The Austin Chronicle

https://www.austinchronicle.com/news/2004-11-12/237322/

The Hightower Report

By Jim Hightower, November 12, 2004, News


CORPORATIZING PUBLIC SCHOOLS

Time for another Gooberhead Award – presented periodically to those in the news who have their tongues running 100 miles an hour ... but forgot to put their brains in gear.

Today's Goober is a group award, going to the top school officials of Brooklawn, N.J. They've launched a program there to teach public school kids a big lesson in life: Cash is more important than values.

Brooklawn officials have okayed the leasing of their public school properties to corporations that want to put up ads, thus letting them buy access to a captive audience of impressionable youngsters. The first facility to be branded is the gym at Alice Costello Elementary School. Now it's the ShopRite of Brooklawn Center.

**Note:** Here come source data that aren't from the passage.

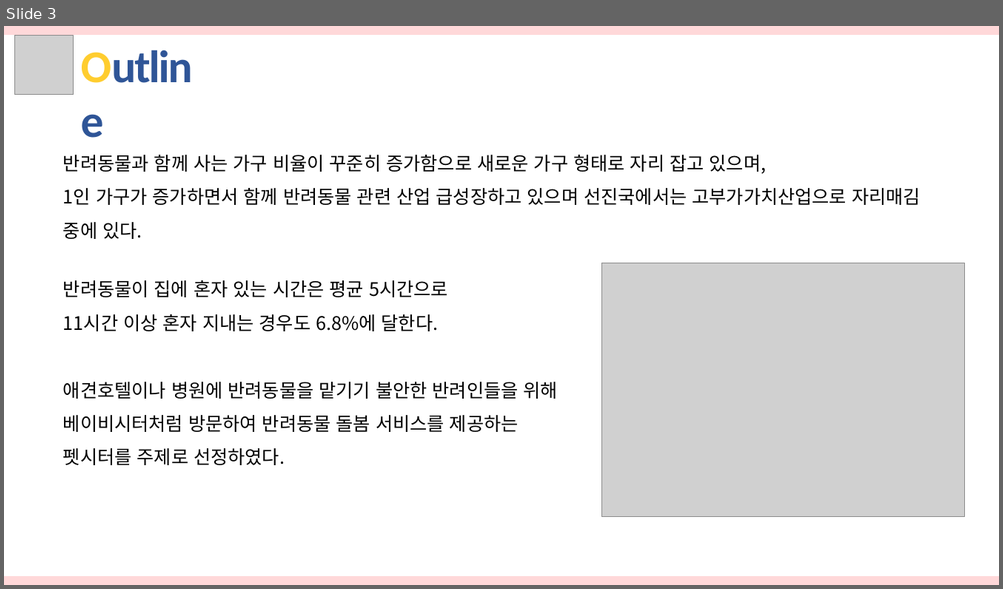
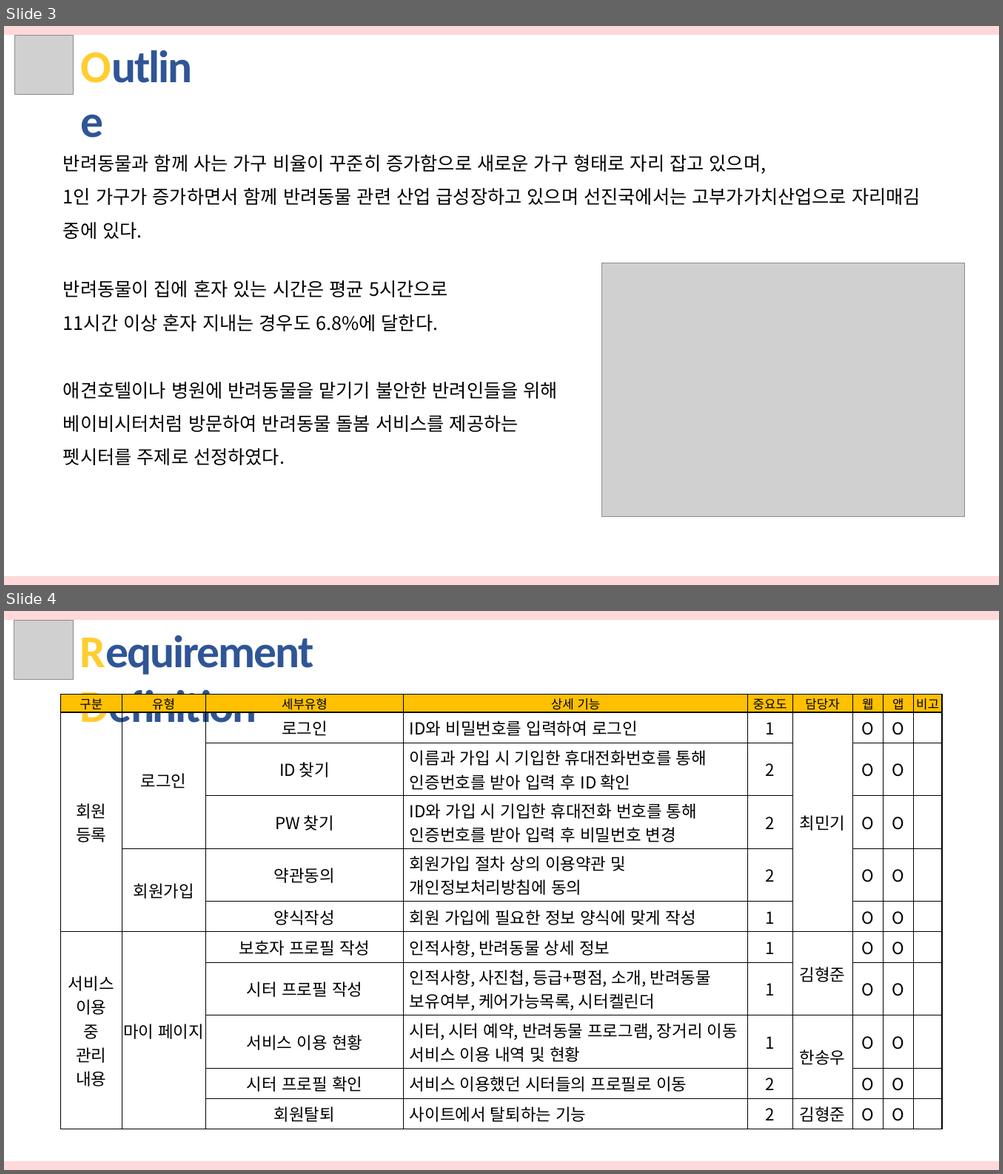
Before and after one commit to hhsw07/ezen-academy-projects, a slide deck: hsw/반려동물관리서비스_송우.pptx. Shown one above the other, each under a label of ours: slide 3 before the commit, slides 3 and 4 after it. The pictures are 1003x589 and 1003x1174 pixels, drawn with LibreOffice and Linux fonts; fonts in the diff are those of the drawing; grey boxes stand for pictures. Boxes give left, top, right and bottom in pixels: in the first picture for what was removed or moved away, otherwise in the second. Text is boxed around its words. In the diff, an @@ line names an element or a change of style, - is before the commit and + after.

```diff
--- a/hsw/반려동물관리서비스_송우.pptx
+++ b/hsw/반려동물관리서비스_송우.pptx
@@ slide 4 added at [4,611,999,1170], background #FFFFFF @@
@@ rectangle added at [4,611,999,620], fill #FFD8D9 @@
@@ picture added at [14,621,74,680] @@
@@ text added at [80,635,313,733], 44 pt, text #2F5597, bold @@
+Requirement Definition
@@ table added at [61,695,942,1130], 11 rows, 9 columns @@
+구분 | 유형 | 세부유형 | 상세 기능 | 중요도 | 담당자 | 웹 | 앱 | 비고
+회원 등록 | 로그인 | 로그인 | ID와 비밀번호를 입력하여 로그인 | 1 | 최민기 | O | O | 
+ |  | ID 찾기 | 이름과 가입 시 기입한 휴대전화번호를 통해 인증번호를 받아 입력 후 ID 확인 | 2 |  | O | O | 
+ |  | PW 찾기 | ID와 가입 시 기입한 휴대전화 번호를 통해 인증번호를 받아 입력 후 비밀번호 변경 | 2 |  | O | O | 
+ | 회원가입 | 약관동의 | 회원가입 절차 상의 이용약관 및 개인정보처리방침에 동의 | 2 |  | O | O | 
+ |  | 양식작성 | 회원 가입에 필요한 정보 양식에 맞게 작성 | 1 |  | O | O | 
+서비스 이용 / 중 관리 내용 | 마이 페이지 | 보호자 프로필 작성 | 인적사항, 반려동물 상세 정보 | 1 | 김형준 | O | O | 
+ |  | 시터 프로필 작성 | 인적사항, 사진첩, 등급+평점, 소개, 반려동물 보유여부, 케어가능목록, 시터켈린더 | 1 |  | O | O | 
+ |  | 서비스 이용 현황 | 시터, 시터 예약, 반려동물 프로그램, 장거리 이동 서비스 이용 내역 및 현황 | 1 | 한송우 | O | O | 
+ |  | 시터 프로필 확인 | 서비스 이용했던 시터들의 프로필로 이동 | 2 |  | O | O | 
+ |  | 회원탈퇴 | 사이트에서 탈퇴하는 기능 | 2 | 김형준 | O | O | 
@@ rectangle added at [4,1162,999,1170], fill #FFD8D9 @@
```
Also in this commit, not shown: 10 slides changed, 30 other slides added, 2 slides removed, 1 other file.

For only $100,000, the supermarket chain bought the naming rights to the gym for 20 years. What a cheap sellout! The school system gets a measly $5,000 a year, and in turn it surrenders the principle that public schools are hallowed institutions that exist as a sanctuary from rank hucksterism, created to teach values of citizenship, not commercialism.

Do Brooklawn's officials fret at all that they're teaching kids that school is just another space for corporate merchandising? Ha! School board President Bruce Darrow giddily says, "It's the wave of the future. I'm looking into selling advertising on the children's basketball uniforms."

This Gooberhead then tries to claim that the corporatization process does have standards: "We're not going to cut a deal where it's the Alice Costello School sponsored by Playboy magazine." Ah, ethics. But what about Cosmopolitan magazine, Victoria's Secret, or Hooters? And what if Playboy dangled a million dollars in front of these officials? Once you sell the principle, the game is wide open.

Schools everywhere are commercializing themselves. If you think school should not be treated as a market, call Commercial Alert and fight back: 503/235-8012


BIRTH OF THE RAPTOR

The U.S. Air Force is in rapture over its new baby, which it has named, Raptor. We taxpayers, however, can be forgiven if we're less than enraptured by the recent birth of this F/A-22 fighter jet, for it's the most expensive war plane in history, it's not needed, and there are serious doubts about whether it'll even work.

The Raptor was conceived 23 years ago in the heat of the Cold War. It was intended to replace the trusty F-15 and was designed to battle a new jet the Soviets were developing. But the Soviet jet never got off the ground, the Soviet Union itself collapsed, the Cold War is long gone, and the enemies we battle today are far different, requiring entirely different weaponry. Indeed, no one threatening the U.S. today has an air force that can even battle the old reliable F-15.

Despite the changed world, however, Lockheed Martin, the maker of the Raptor, just kept pushing ahead, using its campaign contributions and lobbying clout to keep Congress feeding our tax dollars into this voracious boondoggle. Lockheed brags that the F/A-22 is the most technologically advanced plane ever built, but what it does best is eat money. Each Raptor costs us $258 million – and the Air Force is buying 277 of them! That's nearly $72 billion, almost four times the price tag originally submitted by Lockheed. Is the company accountable for such a gross cost overrun? No, no, Nanette – Lockheed got a sweetheart deal called a "cost plus" contract, which bills all overruns to you and me, not to the corporation.

What do we get for our billions? A flawed product. In March, Congress' budget office reported that the Raptor "was not meeting its requirements for a reliable aircraft." Nonetheless, the Air Force is now deploying them.

By the way, the day before Lockheed delivered its first Raptor, it announced a 41% jump in its profits – courtesy of you and me.